Before implementing:
- State your assumptions explicitly. If uncertain, ask.
- If multiple interpretations exist, present them - don't pick silently.
- If a simpler approach exists, say so. Push back when warranted.
- If something is unclear, stop. Name what's confusing. Ask.

## 2. Simplicity First

**Minimum code that solves the problem. Nothing speculative.**

- No features beyond what was asked.
- No abstractions for single-use code.
- No "flexibility" or "configurability" that wasn't requested.
- No error handling for impossible scenarios.
- If you write 200 lines and it could be 50, rewrite it.

Ask yourself: "Would a senior engineer say this is overcomplicated?" If yes, simplify.

## 3. Surgical Changes

**Touch only what you must. Clean up only your own mess.**

When editing existing code:
- Don't "improve" adjacent code, comments, or formatting.
- Don't refactor things that aren't broken.
- Match existing style, even if you'd do it differently.
- If you notice unrelated dead code, mention it - don't delete it.

When your changes create orphans:
- Remove imports/variables/functions that YOUR changes made unused.
- Don't remove pre-existing dead code unless asked.

The test: Every changed line should trace directly to the user's request.

## 4. Goal-Driven Execution

**Define success criteria. Loop until verified.**

Transform tasks into verifiable goals:
- "Add validation" → "Write tests for invalid inputs, then make them pass"
- "Fix the bug" → "Write a test that reproduces it, then make it pass"
- "Refactor X" → "Ensure tests pass before and after"

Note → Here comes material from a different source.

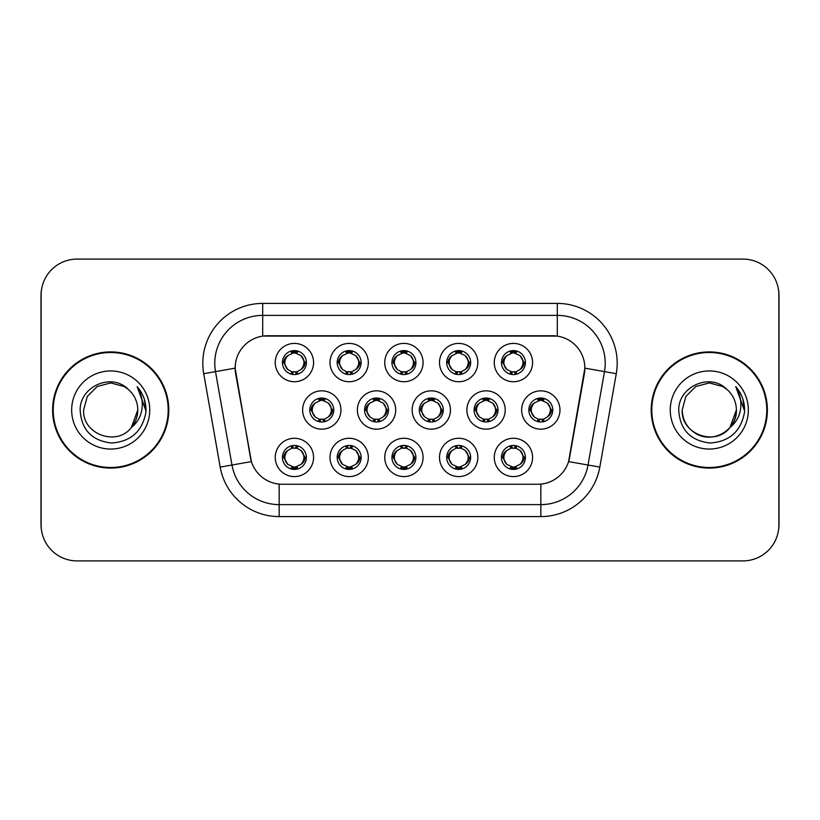 <?xml version="1.0" encoding="UTF-8"?>
<svg xmlns="http://www.w3.org/2000/svg" width="820" height="820" viewBox="0 0 820 820"><rect width="100%" height="100%" fill="white"/><g stroke="black" fill="none" stroke-linecap="round" stroke-linejoin="round"><path stroke-width="1.23" d="M477.834 457.427A19.167 19.167 0 0 1 458.677 476.594A19.167 19.167 0 0 1 439.51 457.427A19.167 19.167 0 0 1 458.677 438.269A19.167 19.167 0 0 1 477.834 457.427M446.695 457.427A11.972 11.972 0 0 0 458.677 469.409A11.972 11.972 0 0 0 470.649 457.427A11.972 11.972 0 0 0 458.677 445.455A11.972 11.972 0 0 0 446.695 457.427L447.997 457.427L452.076 464.376A9.584 9.584 0 0 1 452.076 450.477C449.452 452.291 448.099 454.608 447.997 457.427M423.079 457.427A19.167 19.167 0 0 1 403.911 476.594A19.167 19.167 0 0 1 384.754 457.427A19.167 19.167 0 0 1 403.911 438.269A19.167 19.167 0 0 1 423.079 457.427M391.939 457.427A11.972 11.972 0 0 0 403.911 469.409A11.972 11.972 0 0 0 415.894 457.427A11.972 11.972 0 0 0 403.911 445.455A11.972 11.972 0 0 0 391.939 457.427L393.241 457.427L397.321 464.376A9.584 9.584 0 0 1 397.321 450.477C394.697 452.291 393.333 454.608 393.241 457.427M368.323 457.427A19.167 19.167 0 0 1 349.156 476.594A19.167 19.167 0 0 1 329.999 457.427A19.167 19.167 0 0 1 349.156 438.269A19.167 19.167 0 0 1 368.323 457.427M337.184 457.427A11.972 11.972 0 0 0 349.156 469.409A11.972 11.972 0 0 0 361.138 457.427A11.972 11.972 0 0 0 349.156 445.455A11.972 11.972 0 0 0 337.184 457.427L338.476 457.427L342.565 464.376A9.584 9.584 0 0 1 342.565 450.477C339.941 452.291 338.578 454.608 338.476 457.427M313.568 457.427A19.167 19.167 0 0 1 294.401 476.594A19.167 19.167 0 0 1 275.243 457.427A19.167 19.167 0 0 1 294.401 438.269A19.167 19.167 0 0 1 313.568 457.427M282.428 457.427A11.972 11.972 0 0 0 294.401 469.409A11.972 11.972 0 0 0 306.383 457.427A11.972 11.972 0 0 0 294.401 445.455A11.972 11.972 0 0 0 282.428 457.427L283.72 457.427L287.81 464.376A9.584 9.584 0 0 1 287.799 450.477C285.186 452.291 283.822 454.608 283.72 457.427M532.59 457.427A19.167 19.167 0 0 1 513.433 476.594A19.167 19.167 0 0 1 494.265 457.427A19.167 19.167 0 0 1 513.433 438.269A19.167 19.167 0 0 1 532.59 457.427M501.45 457.427A11.972 11.972 0 0 0 513.433 469.409A11.972 11.972 0 0 0 525.405 457.427A11.972 11.972 0 0 0 513.433 445.455A11.972 11.972 0 0 0 501.45 457.427L502.752 457.427L506.832 464.376A9.584 9.584 0 0 1 506.832 450.477C504.218 452.291 502.855 454.608 502.752 457.427M505.212 410A19.167 19.167 0 0 1 486.055 429.167A19.167 19.167 0 0 1 466.887 410A19.167 19.167 0 0 1 486.055 390.832A19.167 19.167 0 0 1 505.212 410M474.073 410A11.972 11.972 0 0 0 486.055 421.972A11.972 11.972 0 0 0 498.027 410A11.972 11.972 0 0 0 486.055 398.028A11.972 11.972 0 0 0 474.073 410L475.374 410.02L479.454 416.949A9.584 9.584 0 0 1 479.464 403.04C476.83 404.865 475.467 407.181 475.374 410.02M450.457 410A19.167 19.167 0 0 1 431.299 429.167A19.167 19.167 0 0 1 412.132 410A19.167 19.167 0 0 1 431.299 390.832A19.167 19.167 0 0 1 450.457 410M419.317 410A11.972 11.972 0 0 0 431.299 421.972A11.972 11.972 0 0 0 443.271 410A11.972 11.972 0 0 0 431.299 398.028A11.972 11.972 0 0 0 419.317 410L420.619 410.02L424.698 416.949A9.584 9.584 0 0 1 424.709 403.04C422.074 404.865 420.711 407.181 420.619 410.02M395.701 410A19.167 19.167 0 0 1 376.534 429.167A19.167 19.167 0 0 1 357.377 410A19.167 19.167 0 0 1 376.534 390.832A19.167 19.167 0 0 1 395.701 410M364.562 410A11.972 11.972 0 0 0 376.534 421.972A11.972 11.972 0 0 0 388.516 410A11.972 11.972 0 0 0 376.534 398.028A11.972 11.972 0 0 0 364.562 410L365.853 410.02L369.943 416.949A9.584 9.584 0 0 1 369.953 403.04A9.584 9.584 0 0 0 366.96 410M340.946 410A19.167 19.167 0 0 1 321.778 429.167A19.167 19.167 0 0 1 302.621 410A19.167 19.167 0 0 1 321.778 390.832A19.167 19.167 0 0 1 340.946 410M309.806 410A11.972 11.972 0 0 0 321.778 421.972A11.972 11.972 0 0 0 333.76 410A11.972 11.972 0 0 0 321.778 398.028A11.972 11.972 0 0 0 309.806 410L311.098 410.02L315.188 416.949A9.584 9.584 0 0 1 315.198 403.04C312.553 404.865 311.2 407.181 311.098 410.02M559.968 410A19.167 19.167 0 0 1 540.81 429.167A19.167 19.167 0 0 1 521.643 410A19.167 19.167 0 0 1 540.81 390.832A19.167 19.167 0 0 1 559.968 410M528.828 410A11.972 11.972 0 0 0 540.81 421.972A11.972 11.972 0 0 0 552.782 410A11.972 11.972 0 0 0 540.81 398.028A11.972 11.972 0 0 0 528.828 410L530.13 410.02L534.209 416.949A9.584 9.584 0 0 1 534.23 403.04C531.585 404.865 530.222 407.181 530.13 410.02M477.834 362.573A19.167 19.167 0 0 1 458.677 381.731A19.167 19.167 0 0 1 439.51 362.573A19.167 19.167 0 0 1 458.677 343.406A19.167 19.167 0 0 1 477.834 362.573M446.695 362.573A11.972 11.972 0 0 0 458.677 374.545A11.972 11.972 0 0 0 470.649 362.573A11.972 11.972 0 0 0 458.677 350.591A11.972 11.972 0 0 0 446.695 362.573M423.079 362.573A19.167 19.167 0 0 1 403.911 381.731A19.167 19.167 0 0 1 384.754 362.573A19.167 19.167 0 0 1 403.911 343.406A19.167 19.167 0 0 1 423.079 362.573M391.939 362.573A11.972 11.972 0 0 0 403.911 374.545A11.972 11.972 0 0 0 415.894 362.573A11.972 11.972 0 0 0 403.911 350.591A11.972 11.972 0 0 0 391.939 362.573M368.323 362.573A19.167 19.167 0 0 1 349.156 381.731A19.167 19.167 0 0 1 329.999 362.573A19.167 19.167 0 0 1 349.156 343.406A19.167 19.167 0 0 1 368.323 362.573M337.184 362.573A11.972 11.972 0 0 0 349.156 374.545A11.972 11.972 0 0 0 361.138 362.573A11.972 11.972 0 0 0 349.156 350.591A11.972 11.972 0 0 0 337.184 362.573M313.568 362.573A19.167 19.167 0 0 1 294.401 381.731A19.167 19.167 0 0 1 275.243 362.573A19.167 19.167 0 0 1 294.401 343.406A19.167 19.167 0 0 1 313.568 362.573M282.428 362.573A11.972 11.972 0 0 0 294.401 374.545A11.972 11.972 0 0 0 306.383 362.573A11.972 11.972 0 0 0 294.401 350.591A11.972 11.972 0 0 0 282.428 362.573M532.59 362.573A19.167 19.167 0 0 1 513.433 381.731A19.167 19.167 0 0 1 494.265 362.573A19.167 19.167 0 0 1 513.433 343.406A19.167 19.167 0 0 1 532.59 362.573M501.45 362.573A11.972 11.972 0 0 0 513.433 374.545A11.972 11.972 0 0 0 525.405 362.573A11.972 11.972 0 0 0 513.433 350.591A11.972 11.972 0 0 0 501.45 362.573M220.19 467.103L203.719 373.694A59.88 59.88 0 0 1 262.687 303.41L557.313 303.41A59.88 59.88 0 0 1 616.281 373.694L599.809 467.103A59.88 59.88 0 0 1 540.841 516.59L279.159 516.59A59.88 59.88 0 0 1 220.19 467.103L251.412 461.598L235.637 373.694A32.339 32.339 0 0 1 267.474 335.749L552.526 335.749A32.339 32.339 0 0 1 584.363 373.694L569.582 457.529A32.339 32.339 0 0 1 537.736 484.251L282.264 484.251A32.339 32.339 0 0 1 250.418 457.529L235.145 368.149L215.506 371.614A47.908 47.908 0 0 1 262.687 315.382L557.313 315.382A47.908 47.908 0 0 1 604.494 371.614L588.022 465.032A47.908 47.908 0 0 1 540.841 504.618L279.159 504.618A47.908 47.908 0 0 1 231.978 465.032L215.506 371.614A47.908 47.908 0 0 1 214.778 363.291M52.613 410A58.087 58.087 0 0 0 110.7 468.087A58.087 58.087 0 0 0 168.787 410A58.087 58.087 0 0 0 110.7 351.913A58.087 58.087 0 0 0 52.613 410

For multi-step tasks, state a brief plan:
```
1. [Step] → verify: [check]
2. [Step] → verify: [check]
3. [Step] → verify: [check]
```

Strong success criteria let you loop independently. Weak criteria ("make it work") require constant clarification.

---

**These guidelines are working if:** fewer unnecessary changes in diffs, fewer rewrites due to overcomplication, and clarifying questions come before implementation rather than after mistakes.